Sonderfall WealthCap ZweitmarktWerte 3

Beim Dachfonds WealthCap ZweimarktWerte 3 gibt es eine Besonderheit: Hier konnten sich Anleger bei der Zeichnung zwischen zwei Beteiligungsvarianten entscheiden.

  • Wählten sie die Variante WealthCap ZweitmarktWerte 3 BASIS, wird über ein Investmentvehikel ausschließlich in geschlossene Immobilienfonds investiert.
  • Wählten die Anleger die Variante WealthCap ZweitmarktWerte 3 PLUS, werden die möglichen Investitionsziele deutlich erweitert – der Zusatzfonds kann direkt in geschlossene Private-Equity-Fonds und ähnliches investieren.

Doch unabhängig davon, in welche konkreten Investitionsziele investiert werden kann, handelt es sich auch hierbei um eine unternehmerische Beteiligung.

Risiken Ihrer Fondsanlage

Sind Sie ein enttäuschter Anleger der WealthCap-Fonds, empfiehlt es sich, Ihre alternativen Möglichkeiten prüfen zu lassen, um sich vor eventuell eintretenden Verlusten zu schützen. In vielen Fällen bietet sich eine Überprüfung der damaligen Anlageberatung an. Denn bei fehlerhaften Beratungen stehen Schadensersatzansprüche im Raum.
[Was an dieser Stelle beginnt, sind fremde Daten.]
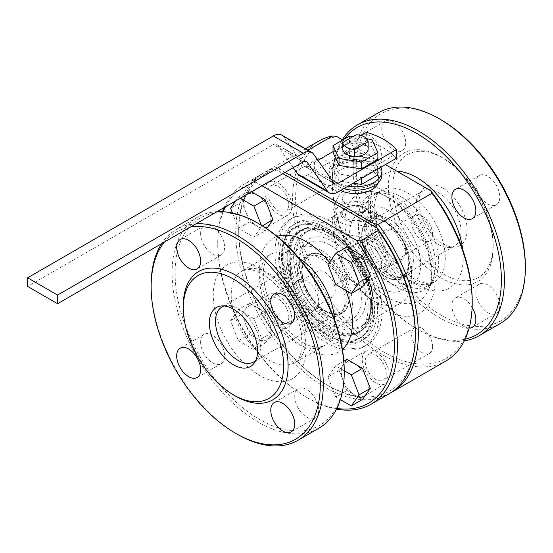 <?xml version="1.0" encoding="UTF-8"?>
<svg xmlns="http://www.w3.org/2000/svg" width="553" height="553" viewBox="0 0 553 553"><rect width="100%" height="100%" fill="white"/><g stroke="black" fill="none" stroke-linecap="round" stroke-linejoin="round"><path stroke-width="0.41" stroke-dasharray="2.77 2.07" d="M368.139 148.619A12.698 7.334 0 0 0 356.167 141.706L356.167 134.794M377.886 174.969L371.879 162.022L349.448 158.552L333.03 168.029L339.037 180.976L353.208 183.167M348.024 186.161A26.461 15.277 180 0 1 336.749 182.303A26.461 15.277 180 0 1 329 171.499A26.461 15.277 180 0 1 351.701 156.375A26.461 15.277 180 0 1 380.851 167.206M371.879 155.103L349.448 151.633L333.03 161.117L339.037 174.064L361.468 177.534L377.886 168.057L371.879 155.103L371.879 162.022M349.448 158.552L349.448 151.633M377.886 168.921L377.886 168.057M370.427 213.499C358.247 206.31 333.355 217.944 334.289 223.854C334.358 226.142 336.424 228.451 340.489 230.781C352.662 239.276 377.547 238.792 376.628 223.854C376.565 219.493 374.499 216.043 370.427 213.499M373.199 211.903L373.199 211.903A54.401 31.41 60 0 1 411.667 278.532A54.401 31.41 60 0 1 400.4 303.438A54.401 31.41 60 0 1 345.991 272.028A54.401 31.41 60 0 1 345.991 209.207A54.401 31.41 60 0 1 373.199 211.903L380.602 216.182A43.922 25.362 60 0 1 380.609 216.182A43.922 25.362 60 0 1 411.667 269.975A43.922 25.362 60 0 1 402.57 290.083A43.922 25.362 60 0 1 358.641 264.721A43.922 25.362 60 0 1 358.641 214.004A43.922 25.362 60 0 1 380.602 216.182L373.199 211.903M334.579 234.196L334.579 234.196A54.401 31.41 60 0 1 373.047 300.825A54.401 31.41 60 0 1 361.78 325.731A54.401 31.41 60 0 1 307.378 294.32A54.401 31.41 60 0 1 307.378 231.5A54.401 31.41 60 0 1 334.579 234.196L331.662 232.509A58.528 33.795 60 0 1 373.047 304.198A58.528 33.795 60 0 1 360.922 330.991A58.528 33.795 60 0 1 302.394 297.196A58.528 33.795 60 0 1 302.394 229.613A58.528 33.795 60 0 1 331.662 232.509L334.579 234.196M340.489 222.486A21.166 12.221 0 0 0 363.556 225.133A21.166 12.221 0 0 0 376.628 213.845A21.166 12.221 0 0 0 355.461 201.624A21.166 12.221 0 0 0 334.289 213.845A21.166 12.221 0 0 0 340.489 222.486M415.331 333.971A124.895 72.111 60 0 1 327.017 384.957A124.895 72.111 60 0 1 238.702 231.997A124.895 72.111 60 0 1 276.728 170.117A124.895 72.111 60 0 1 280.136 169.494L278.871 167.034L307.986 150.222M389.029 393.84A127.01 73.328 60 0 1 262.018 320.512A127.01 73.328 60 0 1 262.018 173.849A127.01 73.328 60 0 1 272.65 169.494L276.728 170.117L282.86 173.656M285.106 172.363L280.136 169.494M390.508 392.948A127.01 73.328 60 0 1 328.517 385.821A127.01 73.328 60 0 1 238.702 230.262A127.01 73.328 60 0 1 265.011 172.121A127.01 73.328 60 0 1 278.871 167.034M327.017 335.609A64.459 37.217 -120 0 0 372.598 309.293A64.459 37.217 -120 0 0 327.017 230.352A64.459 37.217 -120 0 0 281.442 256.668A64.459 37.217 -120 0 0 327.017 335.609M327.39 230.566A63.927 36.913 60 0 1 327.397 230.566A63.927 36.913 60 0 1 372.598 308.864A63.927 36.913 60 0 1 359.36 338.132A63.927 36.913 60 0 1 327.39 334.966A63.927 36.913 60 0 1 285.631 278.629A63.927 36.913 60 0 1 295.426 227.401A63.927 36.913 60 0 1 327.39 230.566M475.85 183.223A16.936 9.774 60 0 1 479.361 175.474A16.936 9.774 60 0 1 496.29 185.248A16.936 9.774 60 0 1 496.29 204.804A16.936 9.774 60 0 1 483.246 200.269A16.936 9.774 60 0 1 475.85 183.223M340.558 190.474A23.288 13.445 180 0 1 338.996 189.644A23.288 13.445 180 0 1 332.173 180.14A23.288 13.445 180 0 1 346.544 167.718A23.288 13.445 180 0 1 371.927 170.635A23.288 13.445 180 0 1 378.743 180.14A23.288 13.445 180 0 1 378.342 182.628M342.736 139.957L385.393 164.587M381.757 128.904A16.936 9.774 60 0 1 385.261 121.148A16.936 9.774 60 0 1 402.197 130.923A16.936 9.774 60 0 1 402.197 150.478A16.936 9.774 60 0 1 389.146 145.944A16.936 9.774 60 0 1 381.757 128.904M362.927 134.344A16.936 9.774 60 0 1 378.964 146.061A16.936 9.774 60 0 1 378.252 164.31A16.936 9.774 60 0 1 365.201 159.769A16.936 9.774 60 0 1 357.805 142.729A16.936 9.774 60 0 1 360.653 135.423M381.757 237.555A16.936 9.774 60 0 1 385.261 229.799A16.936 9.774 60 0 1 402.197 239.58A16.936 9.774 60 0 1 402.197 259.129A16.936 9.774 60 0 1 389.146 254.594A16.936 9.774 60 0 1 381.757 237.555M357.805 251.38A16.936 9.774 60 0 1 361.316 243.624A16.936 9.774 60 0 1 378.252 253.405A16.936 9.774 60 0 1 378.252 272.961A16.936 9.774 60 0 1 365.201 268.419A16.936 9.774 60 0 1 357.805 251.38M475.85 291.88A16.936 9.774 60 0 1 479.361 284.124A16.936 9.774 60 0 1 496.29 293.899A16.936 9.774 60 0 1 496.29 313.454A16.936 9.774 60 0 1 483.246 308.92A16.936 9.774 60 0 1 475.85 291.88M469.11 328.074A16.936 9.774 60 0 1 451.905 305.705A16.936 9.774 60 0 1 455.409 297.949A16.936 9.774 60 0 1 472.124 307.357M465.108 339.183A119.6 69.056 60 0 1 416.831 328.786A119.6 69.056 60 0 1 332.256 182.303A119.6 69.056 60 0 1 344.27 139.066M464.313 340.821A121.722 70.272 60 0 1 418.324 329.65A121.722 70.272 60 0 1 332.256 180.575A121.722 70.272 60 0 1 342.335 139.729M445.905 360.998A127.01 73.328 60 0 1 318.894 287.671A127.01 73.328 60 0 1 318.894 141.008M472.214 301.129A124.895 72.111 60 0 1 341.125 314.664A124.895 72.111 60 0 1 337.019 136.653M378.425 112.757A121.722 70.272 -120 0 0 359.768 210.292A121.722 70.272 -120 0 0 439.282 317.553A121.722 70.272 -120 0 0 500.14 323.581M440.782 119.648A119.6 69.056 -120 0 0 356.208 168.478A119.6 69.056 -120 0 0 440.776 314.961A119.6 69.056 -120 0 0 525.35 266.131M440.776 156.81A74.088 42.775 60 0 1 440.782 156.81A74.088 42.775 60 0 1 493.165 247.55A74.088 42.775 60 0 1 440.776 277.8A74.088 42.775 60 0 1 388.386 187.059A74.088 42.775 60 0 1 440.776 156.81L443.022 158.103A70.915 40.943 60 0 1 493.165 244.958A70.915 40.943 60 0 1 443.022 273.908A70.915 40.943 60 0 1 392.879 187.059A70.915 40.943 60 0 1 443.022 158.103L440.782 156.81M443.022 188.193A34.065 19.666 60 0 1 466.283 222.216A34.065 19.666 60 0 1 455.098 247.046A34.065 19.666 60 0 1 425.99 225.838A34.065 19.666 60 0 1 422.181 190.032A34.065 19.666 60 0 1 443.022 188.193M438.536 192.672A31.756 18.332 60 0 1 459.273 220.654A31.756 18.332 60 0 1 454.407 246.099A31.756 18.332 60 0 1 449.789 247.53A31.756 18.332 60 0 1 422.658 227.767A31.756 18.332 60 0 1 419.105 194.386A31.756 18.332 60 0 1 422.658 191.103A31.756 18.332 60 0 1 438.536 192.672M386.305 222.824A31.756 18.332 60 0 1 393.632 228.479A31.756 18.332 60 0 1 407.526 252.548A31.756 18.332 60 0 1 402.183 276.251A31.756 18.332 60 0 1 370.427 257.919A31.756 18.332 60 0 1 370.427 221.255A31.756 18.332 60 0 1 386.305 222.824M385.469 222.085A33.256 19.196 60 0 1 393.142 228.002A33.256 19.196 60 0 1 407.699 253.205A33.256 19.196 60 0 1 390.639 278.705A33.256 19.196 60 0 1 362.097 238.744A33.256 19.196 60 0 1 385.469 222.085M385.469 221.753A33.657 19.431 60 0 1 407.457 251.415A33.657 19.431 60 0 1 402.301 278.38A33.657 19.431 60 0 1 368.644 258.949A33.657 19.431 60 0 1 368.644 220.087A33.657 19.431 60 0 1 385.469 221.753M389.589 219.375A33.657 19.431 60 0 1 411.577 249.037A33.657 19.431 60 0 1 406.414 276.009A33.657 19.431 60 0 1 372.757 256.571A33.657 19.431 60 0 1 372.757 217.709A33.657 19.431 60 0 1 389.589 219.375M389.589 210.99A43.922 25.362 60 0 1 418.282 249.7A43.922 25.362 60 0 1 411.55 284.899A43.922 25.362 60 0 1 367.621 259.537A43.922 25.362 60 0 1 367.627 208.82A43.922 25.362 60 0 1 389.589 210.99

Eine Falschberatung liegt unter anderem dann vor, wenn Anleger nicht oder nur unzureichend über die Risiken des Fonds aufgeklärt wurden. Bei der Investition in einen geschlossenen Fonds handelt es sich um eine unternehmerische Beteiligung. Es bestehen daher grundsätzlich die folgenden Risiken:

  • Totalverlustrisiko: Der Anleger kann seine gesamte Einlage verlieren.
  • Weiche Kosten: Viel Geld fließt überhaupt nicht in die Anlage, sondern in den Vertrieb (Provisionen) oder in die Verwaltung des Fonds. Somit steht dem Fonds nicht das gesamte eingezahlte Kapital zur Verfügung.
  • Rückzahlung von Ausschüttungen: In den meisten Fällen sind Ausschüttungen an die Anleger nicht durch Gewinne gedeckt und stellen die Rückzahlung der Einlage dar. Diese kann unter bestimmten Voraussetzungen zurückgefordert werden.
  • Mangelnde Fungibilität: Anteile können über den Zweitmarkt nur schwer und sehr oft nur  mit erheblichen Verlusten verkauft werden.
  • Änderung von steuerlichen Bewertungen
  • Mögliche Nachschusspflichten
  • Fremdfinanzierungsrisiko: Viele Fonds nehmen hohe Kredite auf – in Krisensituationen sind dann Kreditgeber bevorzugt zu bedienen, und Anleger gehen in der Insolvenz oft leer aus.
  • Zahlreiche weitere Risiken.

Ihre Möglichkeiten

Die überwiegende Anzahl geschädigter Anleger wurde falsch informiert, weshalb ihnen Schadensersatzansprüche zustehen. Unsere Kanzlei vertritt auch die Anleger zahlreicher unterschiedlicher WealthCap-Fonds.[MK1]  Im Folgenden eine Aufzählung der häufigsten Möglichkeiten, wobei eine Bewertung des Einzelfalls durch Experten stark empfohlen ist:

Kündigung der Beteiligung

In den meisten Fällen haben geschlossene Fonds eine lange Laufzeit, sodass eine Kündigung erst in vielen Jahren möglich ist. Nur selten besteht das Recht, eine Sonderkündigung auszusprechen. Im Normalfall ist im Gesellschaftsvertrag auch geregelt, dass bei einer Kündigung nur das Auseinandersetzungsguthaben ausbezahlt wird. Die Anleger erhalten also nicht das eingezahlte Geld zurück, sondern nur den aktuellen Wert der Anlage.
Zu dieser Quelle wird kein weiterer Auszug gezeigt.